The efficiency and optimality of the strategy of which client is sending this information to which other client(s) depends on the way the objects and clients relate (how many clients are demanding the same object, how many objects are demanded by the clients, etc.).

The most naive way of spreading the information is that a client sends its wait-for graph to all clients that occur in this graph. Optimally a client only sends part of the graph to another client, if that client does not have that information and is not getting it from another client.

The latter can partly be achieved by clients only sending information to clients that have a smaller reference, or alternatively, only to those that have a bigger reference.

Another strategy which reduces the number of messages sent, and therefore is efficient when computation is much cheaper than sending (as in our setting) is that clients only send to clients that it is waiting for and only send the information of the clients that wait for it.

Analogous to this, the client could send the clients that wait for it, the information of the clients it is waiting for.

Any of the above spreading strategies can even be improved by computing which information the client one wants to send something to should already have, such that no superfluous information is sent if avoidable.

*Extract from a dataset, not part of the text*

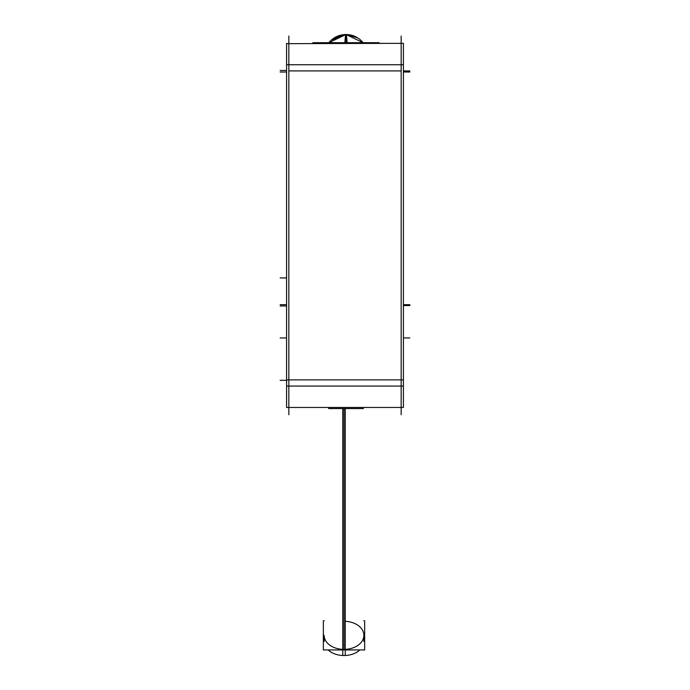 <?xml version="1.0" encoding="UTF-8"?>
<svg xmlns="http://www.w3.org/2000/svg" width="690" height="690" viewBox="0 0 690 690"><rect width="100%" height="100%" fill="white"/><g stroke="black" fill="none" stroke-linecap="round" stroke-linejoin="round"><path stroke-width="1.03" d="M363.872 641.484L363.872 635.335A19.863 14.042 180 0 1 344.008 649.385A19.863 14.042 180 0 1 324.145 635.335L324.145 641.484M401.166 36.044L401.166 414.759L401.166 36.044M403.417 407.462L403.417 43.332L286.583 43.677M403.417 64.739L286.583 64.739L286.583 43.332M403.417 386.064L286.583 386.064L286.583 64.739M286.583 407.462L286.583 386.064M403.417 407.471L286.583 407.471M288.834 36.044L288.834 414.759M312.958 42.694L314.511 42.694M312.889 43.332L312.889 42.694L379.034 42.694M379.095 43.332L379.095 42.694M331.657 408.575L360.327 408.575M331.692 408.644L332.364 408.644M328.699 407.471L328.699 408.575L328.673 407.471L328.673 408.575L363.32 408.575L363.285 407.471M328.699 408.575L329.518 408.575M363.647 43.332C359.154 37.614 353.263 34.673 345.992 34.5L345.992 42.694L345.992 34.5A22.071 1.389 90 0 0 344.914 42.694M328.337 43.332C332.839 37.614 338.721 34.673 345.992 34.5A22.071 1.389 90 0 1 347.07 42.694M342.757 408.644L342.757 655.5A19.863 14.042 0 0 0 359.861 649.946M345.25 408.644L345.25 655.5A19.863 14.042 0 0 1 328.155 649.946M324.145 620.733L323.351 620.733L323.351 649.946L364.665 649.946L364.665 620.733L363.872 620.733M401.166 70.915L288.834 70.915L401.166 70.915M401.166 379.888L288.834 379.888L401.166 379.888M403.417 70.915L409.851 70.915L403.417 70.915M403.417 379.888L286.583 379.888M403.417 305.558L409.851 305.558M286.583 70.475L280.149 70.475L286.583 70.475M286.583 380.328L280.149 380.328L286.583 380.328M286.583 277.923L280.149 277.923M286.583 305.955L280.149 305.955M286.583 72.019L280.149 72.019L286.583 72.019M286.583 337.953L280.149 337.953L286.583 337.953M286.583 304.695L280.149 304.695M403.417 72.019L409.851 72.019L403.417 72.019M403.417 337.953L409.851 337.953L403.417 337.953M403.417 304.695L409.851 304.695L403.417 304.695M363.32 407.471L363.32 408.575L363.32 407.471M331.407 40.011L345.992 34.5L345.992 42.694M344.008 408.644L344.008 649.385A19.863 14.042 180 0 0 363.863 635.783A19.863 14.042 180 0 0 345.25 621.319M363.156 42.694L345.992 34.5L328.828 42.694M357.696 37.855L345.992 34.5L334.202 37.916"/></g></svg>

The wait-for graph is easily implemented by using standard data structures and computing cycles in such a graph is a well known operation for which several algorithms exist in literature.

Specific for the client interface algorithm is that nodes in the graph contain both client identity, the object that the client is locking,and whether the client has obtained the lock to this object. An arc is drawn from one node to another if the client in this triple is waiting for the client in the other node. Note here that not all clients need be presented in the graph, but only those that hold a lock. However, the relation that expresses a client waiting for another client takes all known clients into account.

Whenever a cycle is detected, from the nodes on this cycle the client with largest reference surrenders the object it locks.